ブレストでは、生まれそうで生まれない揺らめくアイデアが、他の人との相互刺激によって表出化されることが起こります。わずかなひらめきから未成熟な概念を取りだそうと頑張るメンバーに、他のメンバーが相槌や合いの手によって引っ張り出すのを手伝う。
「それって、つまりこういうこと?」と、相手の視界を一緒にのぞき込んでいく。そんな「啐啄同時」ができれば、自然と良いブレストとなっていくでしょう。

ブレストのメリットは「新奇と展開」
ブレストのメリットは「新奇と展開」にあり、「一人の脳を超えられる」ところです。自分が思考することは、自分が知っていることです。
一人で新しい発想を生み出そうとしても限界がありますが、ブレストは、インプットが他人からもたらされます。他人の脳が持つ発想、情報から新奇の要素が入り込み、新たな発見につながる。これが、一人の脳を超えるということです。
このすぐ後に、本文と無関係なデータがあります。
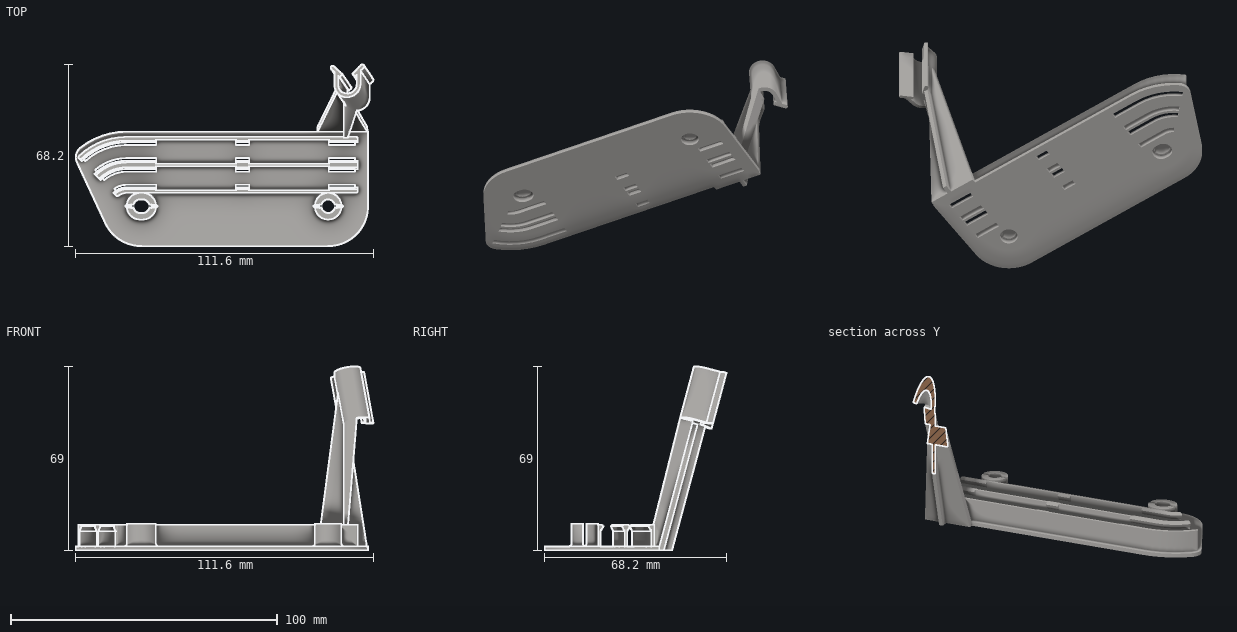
import math

import cadquery as cq

PLATE_THICKNESS = 1.5
CORNER_RADIUS = 15.0
BOSS_SPACING = 70.0
PLATE_RIGHT = BOSS_SPACING + CORNER_RADIUS
PLATE_BACK = 28.0
SLANT_ANGLE = math.radians(25)
TIP_RADIUS = 4.6

CURL_X = -5.5
CURL_Y = 0.0
CURL_SWEEP = math.radians(45)
RIB_FACES = (5.0, 15.0, 25.0)
RIB_THICKNESS = 1.0
RIB_RIGHT = 81.1
RIB_TOP = 9.6
RIB_END_FILLET = 0.7
RIB_EMBED = 0.5

LIP_REACH = 1.1
LIP_ROOT = 0.3
LIP_TOP_REACH = 0.4
LIP_BOTTOM = 7.2
LIP_SHOULDER = 9.0
SLOT_WIDTH = 2.0
LEFT_LIP_END = 5.5
MIDDLE_LIP = (35.4, 40.4)
RIGHT_LIP_START = 70.3
SLOT_END_GAP = 1.1

BOSS_RADIUS = 5.0
BOSS_TOP = 10.0
BOSS_FILLET = 1.0
BOSS_BORE_RADIUS = 2.5
WIDE_BORE_RADIUS = 3.3
WIDE_BORE_TOP = 2.0
BOSS_SLIT = 1.2
LEFT_BOSS_STRETCH = 1.0

ARM_LEAN = 15.0
WEB_THICKNESS = 2.0
WEB_START = -2 * PLATE_THICKNESS
WEB_LEFT = 65.7
WEB_CLIP_CONTACT = 14.5

CLIP_TILT = 10.0
CLIP_LENGTH = 20.0
CLIP_RADIUS = 5.0
CLIP_WALL = 1.5
CLIP_TOP_X = 77.22
CLIP_TOP_RISE = 68.27
LIP_TIP_X = 5.65
LIP_TIP_DEPTH = 6.75
CLIP_LIP_LENGTH = 4.6
CLIP_LIP_ANGLE = 45.0

FIN_WIDTH = 1.5
FIN_FOOT_Z = 7.0
FIN_FOOT_DEPTH = 4.3

lean = math.radians(ARM_LEAN)
web_plane = cq.Plane(
    origin=(0, PLATE_BACK, PLATE_THICKNESS),
    xDir=(1, 0, 0),
    normal=(0, -math.cos(lean), math.sin(lean)),
)
tilt = math.radians(CLIP_TILT)


def clip_point(across, along):
    """Web-frame X and Y of a point measured from the clip's lower end."""
    from_top = CLIP_LENGTH - along
    x = CLIP_TOP_X + across * math.cos(tilt) + from_top * math.sin(tilt)
    y = CLIP_TOP_RISE + across * math.sin(tilt) - from_top * math.cos(tilt)
    return x, y


def curl_point(radius, angle):
    """Point on the curl, with the angle measured from +Y toward -X."""
    return CURL_X - radius * math.sin(angle), CURL_Y + radius * math.cos(angle)


def make_plate():
    back_radius = PLATE_BACK - CURL_Y
    inward = cq.Vector(math.cos(SLANT_ANGLE), math.sin(SLANT_ANGLE))
    along = cq.Vector(-math.sin(SLANT_ANGLE), math.cos(SLANT_ANGLE))
    slant_start = inward * -CORNER_RADIUS
    curl_centre = cq.Vector(CURL_X, CURL_Y)
    offset = inward * (TIP_RADIUS - CORNER_RADIUS) - curl_centre
    reach = offset.dot(along)
    gap = back_radius - TIP_RADIUS
    travel = -reach + math.sqrt(reach**2 - offset.dot(offset) + gap**2)
    slant_end = slant_start + along * travel
    tip_centre = slant_end + inward * TIP_RADIUS
    outward = (tip_centre - curl_centre).normalized()
    tip_end = tip_centre + outward * TIP_RADIUS
    tip_middle = tip_centre + (outward - inward).normalized() * TIP_RADIUS
    back_start = curl_centre + cq.Vector(0, back_radius)
    back_middle = curl_centre + (outward + cq.Vector(0, 1)).normalized() * back_radius

    left_middle = (slant_start + cq.Vector(0, -CORNER_RADIUS)).normalized() * CORNER_RADIUS
    diagonal = CORNER_RADIUS * math.sqrt(0.5)
    return (
        cq.Workplane("XY")
        .moveTo(0, -CORNER_RADIUS)
        .lineTo(BOSS_SPACING, -CORNER_RADIUS)
        .threePointArc((BOSS_SPACING + diagonal, -diagonal), (PLATE_RIGHT, 0))
        .lineTo(PLATE_RIGHT, PLATE_BACK)
        .lineTo(back_start.x, back_start.y)
        .threePointArc(back_middle.toTuple()[:2], tip_end.toTuple()[:2])
        .threePointArc(tip_middle.toTuple()[:2], slant_end.toTuple()[:2])
        .lineTo(slant_start.x, slant_start.y)
        .threePointArc(left_middle.toTuple()[:2], (0, -CORNER_RADIUS))
        .close()
        .extrude(PLATE_THICKNESS)
    )


def obround(x, radius, stretch, bottom, top):
    """Vertical cylinder at (x, 0), lengthened along X by the given stretch."""
    profile = cq.Workplane("XY", origin=(x, 0, bottom))
    if stretch:
        profile = profile.slot2D(2 * radius + stretch, 2 * radius)
    else:
        profile = profile.circle(radius)
    return profile.extrude(top - bottom)


def add_boss(body, x, stretch):
    outer = obround(x, BOSS_RADIUS, stretch, 0, BOSS_TOP)
    half_length = BOSS_RADIUS + stretch / 2 + BOSS_FILLET / 2
    half_width = BOSS_RADIUS + BOSS_FILLET / 2
    foot = cq.selectors.BoxSelector(
        (x - half_length, -half_width, PLATE_THICKNESS - BOSS_FILLET / 2),
        (x + half_length, half_width, PLATE_THICKNESS + BOSS_FILLET / 2),
    )
    body = body.union(outer).edges(foot).fillet(BOSS_FILLET)
    body = body.cut(obround(x, BOSS_BORE_RADIUS, stretch, 0, BOSS_TOP))
    body = body.cut(obround(x, WIDE_BORE_RADIUS, stretch, 0, WIDE_BORE_TOP))
    return body.cut(make_slit(x, BOSS_RADIUS + BOSS_FILLET + stretch / 2))


def make_slit(x, half_length):
    """Slit along X through a boss; the foot fillets run along both walls and meet in its floor."""
    half_width = BOSS_SLIT / 2
    fillet_top = PLATE_THICKNESS + BOSS_FILLET
    fillet_centre = BOSS_FILLET - half_width
    valley = fillet_top - math.sqrt(BOSS_FILLET**2 - fillet_centre**2)
    return (
        cq.Workplane("YZ", origin=(x - half_length, 0, 0))
        .moveTo(-half_width, BOSS_TOP)
        .lineTo(-half_width, fillet_top)
        .radiusArc((0, valley), -BOSS_FILLET)
        .radiusArc((half_width, fillet_top), -BOSS_FILLET)
        .lineTo(half_width, BOSS_TOP)
        .close()
        .extrude(2 * half_length)
    )


def extrude_along_x(section, x_from, x_to):
    return cq.Workplane("YZ", origin=(x_from, 0, 0)).polyline(section).close().extrude(x_to - x_from)


def sweep_along_rib(section, right_end, end_gap=0):
    """Sweep a closed (Y, Z) section along the curl, less the gap at its end, and straight to right_end."""
    radius = section[0][0] - CURL_Y
    sweep = CURL_SWEEP - end_gap / radius
    curl = (
        cq.Workplane("YZ", origin=(CURL_X, 0, 0))
        .polyline(section)
        .close()
        .revolve(math.degrees(sweep), (CURL_Y, 0, 0), (CURL_Y, 1, 0))
    )
    return curl.union(extrude_along_x(section, CURL_X, right_end))


def rectangle(y_from, y_to, z_from, z_to):
    return [(y_from, z_from), (y_to, z_from), (y_to, z_to), (y_from, z_to)]


def make_rib(face):
    back = face + RIB_THICKNESS
    bottom = PLATE_THICKNESS - RIB_EMBED
    rib = sweep_along_rib(rectangle(face, back, bottom, RIB_TOP), RIB_RIGHT)
    for outer_rib, side in ((RIB_FACES[0], face), (RIB_FACES[-1], back)):
        if face == outer_rib:
            for end in (curl_point(side - CURL_Y, CURL_SWEEP), (RIB_RIGHT, side)):
                corner = cq.selectors.NearestToPointSelector((*end, (bottom + RIB_TOP) / 2))
                rib = rib.edges("|Z").edges(corner).fillet(RIB_END_FILLET)
    return rib


def make_lips(face, side):
    """Lips on a rib face; side is +1 when they point toward +Y, -1 toward -Y."""
    root = face - side * LIP_ROOT
    section = [
        (root, LIP_BOTTOM),
        (face, LIP_BOTTOM),
        (face + side * LIP_REACH, LIP_SHOULDER),
        (face + side * LIP_TOP_REACH, RIB_TOP),
        (root, RIB_TOP),
    ]
    lips = sweep_along_rib(section, LEFT_LIP_END)
    lips = lips.union(extrude_along_x(section, *MIDDLE_LIP))
    return lips.union(extrude_along_x(section, RIGHT_LIP_START, RIB_RIGHT))


def make_slots(face, side):
    section = rectangle(face, face + side * SLOT_WIDTH, 0, PLATE_THICKNESS)
    slots = sweep_along_rib(section, LEFT_LIP_END, SLOT_END_GAP)
    slots = slots.union(extrude_along_x(section, *MIDDLE_LIP))
    return slots.union(extrude_along_x(section, RIGHT_LIP_START, RIB_RIGHT - SLOT_END_GAP))


def make_clip():
    corner = clip_point(0, 0)
    origin = web_plane.toWorldCoords((corner[0], corner[1], 0))
    across = web_plane.toWorldCoords((*clip_point(1, 0), 0)) - origin
    axis = web_plane.toWorldCoords((*clip_point(0, 1), 0)) - origin
    section_plane = cq.Plane(origin=origin, xDir=across, normal=axis)

    inner_radius = CLIP_RADIUS - CLIP_WALL
    wall_middle = CLIP_RADIUS - CLIP_WALL / 2
    wall_end = LIP_TIP_DEPTH - LIP_TIP_X + wall_middle
    clip = (
        cq.Workplane(section_plane)
        .moveTo(-CLIP_RADIUS, wall_end)
        .lineTo(-CLIP_RADIUS, 0)
        .threePointArc((0, -CLIP_RADIUS), (CLIP_RADIUS, 0))
        .lineTo(CLIP_RADIUS, wall_end)
        .lineTo(inner_radius, wall_end - CLIP_WALL)
        .lineTo(inner_radius, 0)
        .threePointArc((0, -inner_radius), (-inner_radius, 0))
        .lineTo(-inner_radius, wall_end - CLIP_WALL)
        .close()
        .extrude(CLIP_LENGTH)
    )
    half_wall = CLIP_WALL / 2
    lip_middle = CLIP_LIP_LENGTH / 2 * math.sin(math.radians(CLIP_LIP_ANGLE))
    for side in (-1, 1):
        tip = (
            cq.Workplane(section_plane)
            .center(side * LIP_TIP_X, LIP_TIP_DEPTH)
            .circle(half_wall)
            .extrude(CLIP_LENGTH)
        )
        lip = (
            cq.Workplane(section_plane)
            .center(side * (LIP_TIP_X - lip_middle), LIP_TIP_DEPTH - lip_middle)
            .transformed(rotate=(0, 0, side * CLIP_LIP_ANGLE))
            .rect(CLIP_LIP_LENGTH, CLIP_WALL)
            .extrude(CLIP_LENGTH)
        )
        clip = clip.union(tip).union(lip)
    return clip


def above_ground(body):
    """Trim away whatever lies below the underside of the plate."""
    size = 4 * BOSS_SPACING
    ground = cq.Workplane("XY").rect(size, size).extrude(-size)
    return body.cut(ground)


def make_web():
    wall_middle = CLIP_WALL / 2 - CLIP_RADIUS
    fin_right = clip_point(-CLIP_RADIUS, 0)[0] + FIN_WIDTH
    web = (
        cq.Workplane(web_plane)
        .moveTo(WEB_LEFT, WEB_START)
        .lineTo(PLATE_RIGHT, WEB_START)
        .lineTo(fin_right, clip_point(wall_middle, 0)[1])
        .lineTo(*clip_point(wall_middle, 0))
        .lineTo(*clip_point(wall_middle, WEB_CLIP_CONTACT))
        .close()
        .extrude(-WEB_THICKNESS)
    )
    return above_ground(web)


def make_back_fin():
    left, top = clip_point(-CLIP_RADIUS, 0)
    fin = (
        cq.Workplane(web_plane)
        .moveTo(left, WEB_START)
        .lineTo(left + FIN_WIDTH, WEB_START)
        .lineTo(*clip_point(CLIP_WALL - CLIP_RADIUS, 0))
        .lineTo(left, top)
        .close()
        .extrude(-CLIP_RADIUS)
    )
    return above_ground(fin)


def polygon_face(points):
    return cq.Face.makeFromWires(cq.Wire.makePolygon(points, close=True))


def make_front_fin():
    """Blend from a narrow foot on the back rib to a quarter of the clip's end."""
    left = clip_point(-CLIP_RADIUS, 0)[0]
    foot_rise = (FIN_FOOT_Z - PLATE_THICKNESS) / math.cos(lean)

    def web_point(x, y, depth):
        return web_plane.toWorldCoords((x, y, depth))

    def end_point(across, depth):
        return web_point(*clip_point(across, 0), depth)

    foot_back_left = web_point(left, foot_rise, 0)
    foot_back_right = web_point(left + FIN_WIDTH, foot_rise, 0)
    foot_front_left = web_point(left, foot_rise, FIN_FOOT_DEPTH)
    foot_front_right = web_point(left + FIN_WIDTH, foot_rise, FIN_FOOT_DEPTH)
    end_left = end_point(-CLIP_RADIUS, 0)
    end_centre = end_point(0, 0)
    end_front = end_point(0, CLIP_RADIUS)
    diagonal = CLIP_RADIUS * math.sqrt(0.5)
    quarter = cq.Wire.assembleEdges(
        [
            cq.Edge.makeLine(end_centre, end_left),
            cq.Edge.makeThreePointArc(end_left, end_point(-diagonal, diagonal), end_front),
            cq.Edge.makeLine(end_front, end_centre),
        ]
    )
    faces_opposite_foot = [
        cq.Face.makeFromWires(quarter),
        polygon_face([foot_back_left, foot_back_right, end_centre, end_left]),
        polygon_face([foot_front_right, foot_back_right, end_centre, end_front]),
    ]
    apex = cq.Vertex.makeVertex(*foot_front_left.toTuple())
    fin = cq.Workplane("XY")
    for face in faces_opposite_foot:
        fin = fin.union(cq.Workplane(cq.occ_impl.shapes.loft(face, apex)))
    foot = polygon_face([foot_back_left, foot_back_right, foot_front_right, foot_front_left])
    stem = cq.Solid.extrudeLinear(foot, cq.Vector(0, 0, -FIN_FOOT_Z))
    return fin.union(cq.Workplane(stem))


body = make_plate()
body = add_boss(body, 0, LEFT_BOSS_STRETCH)
body = add_boss(body, BOSS_SPACING, 0)

front_rib, middle_rib, back_rib = RIB_FACES
lip_places = (
    (front_rib + RIB_THICKNESS, 1),
    (middle_rib, -1),
    (middle_rib + RIB_THICKNESS, 1),
    (back_rib, -1),
)
for lip_face, lip_side in lip_places:
    body = body.cut(make_slots(lip_face, lip_side))
for rib_face in RIB_FACES:
    body = body.union(make_rib(rib_face))
for lip_face, lip_side in lip_places:
    body = body.union(make_lips(lip_face, lip_side))

for arm_piece in (make_web(), make_back_fin(), make_clip(), make_front_fin()):
    body = body.union(arm_piece)

result = body

さらにブレストでは、自分の限られた発想から出たアイデアを、他の人が広げてくれます。小さなアイデアが、他の人の視点が加わることで、思いがけない内容につながっていくことがあるのです。
ブレストの進め方のポイントは実施前後の動き方
ブレストではタイムキープをするファシリテーターのもと、「アイデア出し→アイデアをグルーピング→ディスカッション→次にやることを決める」という流れで進めていきます。また、効果的に進めるには、ブレスト前後の動き方も重要です。私は以下のABCで整理しています。
↓
B:ブレスト(Brainstorming)
↓
C:コネクト(Connect)
A:アシストの工夫
「アシスト」とは、ブレストの場になじめない人をうまく導入していくことです。例えば、新しいメンバーが参加する場合、場の雰囲気にすぐ溶け込むのが大変だったりします。そこで、新しいメンバー向けにインプットの時間を事前にとるのも、アシストの工夫の一つです。
また、ブレストでは「様子見のロス」がたびたび起こります。「こんなこと言っては場違いでは」と躊躇し、他のメンバーの意見を聞いて自分がどう振舞うべきかを判断する時間が生じてしまう。最後まで自由に意見が言えないこともあります。そこでアイスブレイクとして、一緒にお菓子を食べたり、雑談したりして打ち解ける時間を作ったりするのもいいでしょう。
C:コネクトの工夫
ブレスト後のコネクトとは、ブレストで出たアイデアを次のステージにつなげることです。せっかく出たアイデアを出しっぱなしにせず、次の企画会議でさらにブラッシュアップされるために、アイデアの受け取り側とのコネクションが大切です。
そこでお勧めなのが「ハイライト法」です。これは、ブレストの終盤に、たくさん出てきたアイデアの中から、質の高いと思うものに各メンバーが星マークをつけるというもの。星が集まった上位のアイデアを、次の会議へ提案します。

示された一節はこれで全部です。